Digital reimplantation and microsurgery
In some circumstances an amputated digit or thumb may warrant reimplantation. In these circumstances the duration of warm ischaemia (ideally less than 12 hours) or cold ischaemia (less than 24 hours) has an impact on the viability of reimplantation. General principles include: wound preparation and decontamination of the amputated digit; identification of neurovascular structures; bone shortening (to facilitate tension-free neurovascular repair); microsurgical repair of neurovascular structures (ensuring adequate blood flow); and fixation of fractures (e.g. with Kirschner, K-wires).
Wound closure
Direct suturing is the preferred method for clean incised wounds or those made so after debridement, if this can be achieved without tension. Skin cover is desirable unless there is gross contamination, oedema or infection, in which case closure is best delayed for a few days. Primary free skin grafts or flaps may be necessary to gain closure. When bare tendon or bone is exposed, skin grafts will not take and flaps must be transferred from local or distant sites for skin cover. Sometimes the skin from a severely damaged finger can be used, after its amputation, as a rotation or transposition flap.

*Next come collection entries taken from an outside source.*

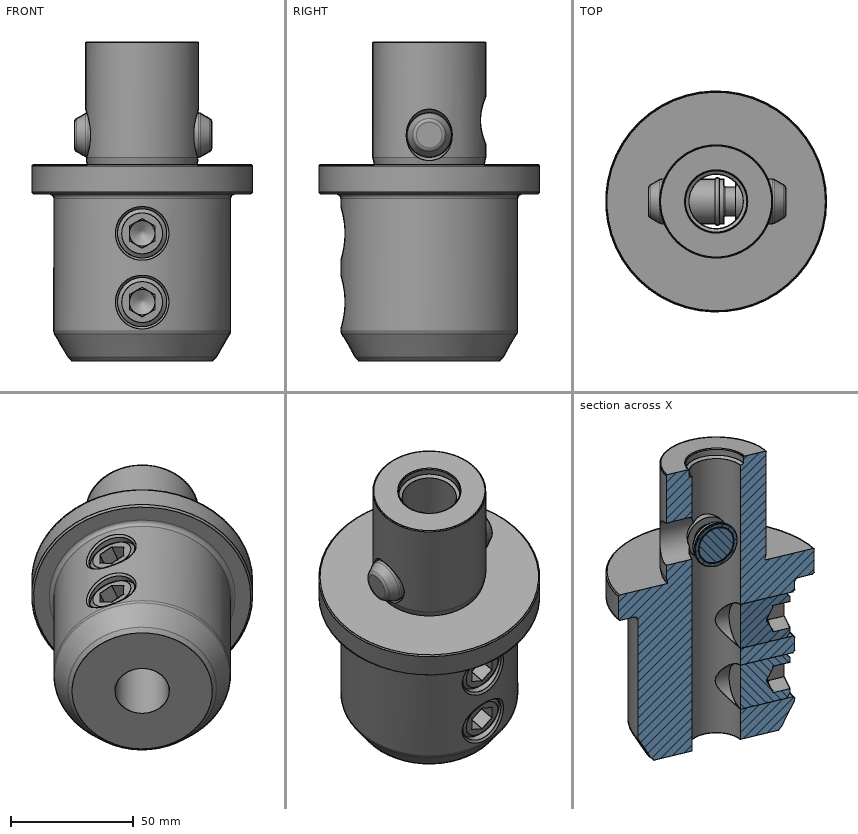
import cadquery as cq
import math

total_height = 130.0
pilot_radius = 23.0
pilot_chamfer = 0.4
flange_radius = 45.0
flange_top = 80.0
flange_thickness = 12.0
flange_top_chamfer = 0.5
flange_bottom_chamfer = 0.8
flange_bottom = flange_top - flange_thickness
relief_height = 3.0
relief_depth = 0.6
shank_radius = 36.0
shank_neck_fillet = 1.8
nose_height = 11.7
nose_angle = 30.0
nose_tip_chamfer = 1.7
nose_shoulder_fillet = 2.5

bore_radius = 11.0
mouth_radius = 12.5
mouth_depth = 3.1
mouth_chamfer = 0.4
seat_depth = 0.8

pin_height = 92.0
pin_radius = 9.1
pin_length = 55.9
pin_shift = 0.4
pin_tip_radius = 6.2
pin_cone_angle = 30.0
pin_tip_fillet = 1.7
pin_shoulder_fillet = 2.0
neck_radius = 6.0
neck_start = 3.1
neck_end = 7.9
neck_fillet = 0.6
countersink_radius = 10.5
countersink_angle = 30.0

ring_outer_radius = 9.8
ring_section_radius = 0.9
ring_shift = 0.5
ring_center_radius = ring_outer_radius - ring_section_radius

cross_hole_height = 98.0
cross_hole_radius = 9.6

screw_heights = (24.0, 52.0)
screw_radius = 10.0
screw_face_y = -33.8
screw_chamfer_width = 1.7
screw_chamfer_depth = 1.3
screw_hole_chamfer = 0.9
hex_across_flats = 10.4
hex_depth = 7.8
hex_cone_depth = hex_across_flats / 2 * math.tan(math.radians(30))
screw_end_y = -bore_radius


def rod_along_y(radius, start_y, end_y, height):
    """Cylinder parallel to Y, centred on X = 0 at the given height."""
    rod = cq.Solid.makeCylinder(radius, end_y - start_y, cq.Vector(0, start_y, height), cq.Vector(0, 1, 0))
    return cq.Workplane(obj=rod)


def make_housing_blank():
    """Turned outside of the housing."""
    nose_drop = (nose_height - nose_tip_chamfer) * math.tan(math.radians(nose_angle))
    tip_radius = shank_radius - nose_drop
    blank = (
        cq.Workplane("XZ")
        .moveTo(0, 0)
        .lineTo(tip_radius - nose_tip_chamfer, 0)
        .lineTo(tip_radius, nose_tip_chamfer)
        .lineTo(shank_radius, nose_height)
        .lineTo(shank_radius, flange_bottom)
        .lineTo(flange_radius, flange_bottom)
        .lineTo(flange_radius, flange_top)
        .lineTo(pilot_radius - relief_depth, flange_top)
        .lineTo(pilot_radius, flange_top + relief_height)
        .lineTo(pilot_radius, total_height)
        .lineTo(0, total_height)
        .close()
        .revolve(360, (0, 0, 0), (0, 1, 0))
    )

    outermost = cq.selectors.RadiusNthSelector(-1)

    def rim(radius, height):
        """Selector for the circles at this height, out to this radius."""
        reach = 0.1
        return cq.selectors.BoxSelector(
            (-radius - reach, -radius - reach, height - reach),
            (radius + reach, radius + reach, height + reach),
            boundingbox=True,
        )

    blank = blank.edges(rim(shank_radius, flange_bottom)).fillet(shank_neck_fillet)
    blank = blank.edges(rim(shank_radius, nose_height)).fillet(nose_shoulder_fillet)
    blank = blank.faces(">Z").edges().chamfer(pilot_chamfer)
    blank = blank.edges(rim(flange_radius, flange_top)).edges(outermost).chamfer(flange_top_chamfer)
    return blank.edges(rim(flange_radius, flange_bottom)).edges(outermost).chamfer(flange_bottom_chamfer)


def make_bore():
    """Bore through the housing, with a conical seat and a chamfered mouth."""
    mouth_bottom = total_height - mouth_depth
    return (
        cq.Workplane("XZ")
        .moveTo(0, 0)
        .lineTo(bore_radius, 0)
        .lineTo(bore_radius, mouth_bottom - seat_depth)
        .lineTo(mouth_radius, mouth_bottom)
        .lineTo(mouth_radius, total_height - mouth_chamfer)
        .lineTo(mouth_radius + mouth_chamfer, total_height)
        .lineTo(0, total_height)
        .close()
        .revolve(360, (0, 0, 0), (0, 1, 0))
    )


def make_pin_hole():
    """Hole across the pilot along X, countersunk at both ends."""
    sink_depth = (countersink_radius - pin_radius) / math.tan(math.radians(countersink_angle))
    return (
        cq.Workplane("XY", origin=(0, 0, pin_height))
        .moveTo(-pilot_radius, 0)
        .lineTo(-pilot_radius, countersink_radius)
        .lineTo(-pilot_radius + sink_depth, pin_radius)
        .lineTo(pilot_radius - sink_depth, pin_radius)
        .lineTo(pilot_radius, countersink_radius)
        .lineTo(pilot_radius, 0)
        .close()
        .revolve(360, (0, 0, 0), (1, 0, 0))
    )


def make_housing():
    housing = make_housing_blank()
    clearance = 0.6
    mouth_reach = screw_radius + clearance
    for height in screw_heights:
        housing = housing.cut(rod_along_y(screw_radius, -shank_radius, 0, height))
        mouth = cq.selectors.BoxSelector(
            (-mouth_reach, -shank_radius - clearance, height - mouth_reach),
            (mouth_reach, -bore_radius, height + mouth_reach),
            boundingbox=True,
        )
        housing = housing.edges(mouth).chamfer(screw_hole_chamfer)
    housing = housing.cut(make_bore())
    housing = housing.cut(make_pin_hole())
    return housing.cut(rod_along_y(cross_hole_radius, 0, pilot_radius, cross_hole_height))


def make_pin():
    """Pin with rounded conical ends, a neck, and a groove for the O-ring."""
    end_x = pin_length / 2
    shoulder_x = end_x - (pin_radius - pin_tip_radius) / math.tan(math.radians(pin_cone_angle))
    pin = (
        cq.Workplane("XY")
        .moveTo(-end_x, 0)
        .lineTo(-end_x, pin_tip_radius)
        .lineTo(-shoulder_x, pin_radius)
        .lineTo(shoulder_x, pin_radius)
        .lineTo(end_x, pin_tip_radius)
        .lineTo(end_x, 0)
        .close()
        .revolve(360, (0, 0, 0), (1, 0, 0))
    )
    pin = pin.edges("%CIRCLE").edges(cq.selectors.RadiusNthSelector(1)).fillet(pin_shoulder_fillet)
    pin = pin.faces("<X or >X").edges().fillet(pin_tip_fillet)
    pin = pin.translate((pin_shift, 0, 0))

    neck = (
        cq.Workplane("YZ", origin=(neck_start, 0, 0))
        .circle(pin_radius)
        .circle(neck_radius)
        .extrude(neck_end - neck_start)
    )
    neck = neck.faces("<X").edges(cq.selectors.RadiusNthSelector(0)).fillet(neck_fillet)
    groove = (
        cq.Workplane("YZ", origin=(ring_shift - ring_section_radius, 0, 0))
        .circle(pin_radius)
        .circle(ring_center_radius - ring_section_radius)
        .extrude(2 * ring_section_radius)
    )
    return pin.cut(neck).cut(groove).translate((0, 0, pin_height))


def make_o_ring():
    """Ring around the pin axis."""
    ring = cq.Solid.makeTorus(
        ring_center_radius,
        ring_section_radius,
        cq.Vector(ring_shift, 0, pin_height),
        cq.Vector(1, 0, 0),
    )
    return cq.Workplane(obj=ring)


def make_set_screw(height):
    """Set screw with a chamfered face and a hexagon socket ending in a cone."""
    screw = rod_along_y(screw_radius, screw_face_y, screw_end_y, height)
    screw = screw.faces("<Y").edges().chamfer(screw_chamfer_depth, screw_chamfer_width)
    face_plane = cq.Plane(origin=(0, screw_face_y, height), xDir=(0, 0, 1), normal=(0, 1, 0))
    corner_diameter = hex_across_flats / math.cos(math.radians(30))
    socket = cq.Workplane(face_plane).polygon(6, corner_diameter).extrude(hex_depth)
    tip = cq.Solid.makeCone(
        hex_across_flats / 2,
        0,
        hex_cone_depth,
        cq.Vector(0, screw_face_y + hex_depth, height),
        cq.Vector(0, 1, 0),
    )
    return screw.cut(socket).cut(cq.Workplane(obj=tip))


housing = make_housing()
pin = make_pin()
o_ring = make_o_ring()
set_screws = [make_set_screw(height) for height in screw_heights]

result = cq.Compound.makeCompound(
    [housing.val(), pin.val(), o_ring.val(), *[screw.val() for screw in set_screws]]
)

Postoperative management and secondary procedures
At the end of the operation the hand is elevated and rested in a splint (‘every operation on the hand deserves a plaster’). The metacarpophalangeal joints are flexed to 90° and the fingers are extended so that the joint capsules are kept in the stretched position. The hand is dressed with layers of porous paraffin and dry gauze and acriflavine wool. A firm crepe bandage is used to apply even pressure to the hand and the hand is splinted in elevation for 48 hours to minimise oedema formation. Dressings are changed at two to three weeks or earlier if it is necessary to inspect whether a skin graft has taken. Persistence of pain suggests congestion or inadequate immobilisation. Congestion should be relieved by elevation, division of the plaster cast and sometimes reopening of the skin and fascia. Active exercises are commenced as soon as the wound has healed. Secondary operations may be necessary and include correction of skin contractures by Z-plasty or skin grafting, secondary tendon repair or tendon grafting and nerve re-suture. Later reconstruction may also be necessary for the severely mutilated hand. These operations include finger and thumb reconstruction and toe transfer. Rehabilitation is coordinated in a specialist hand clinic.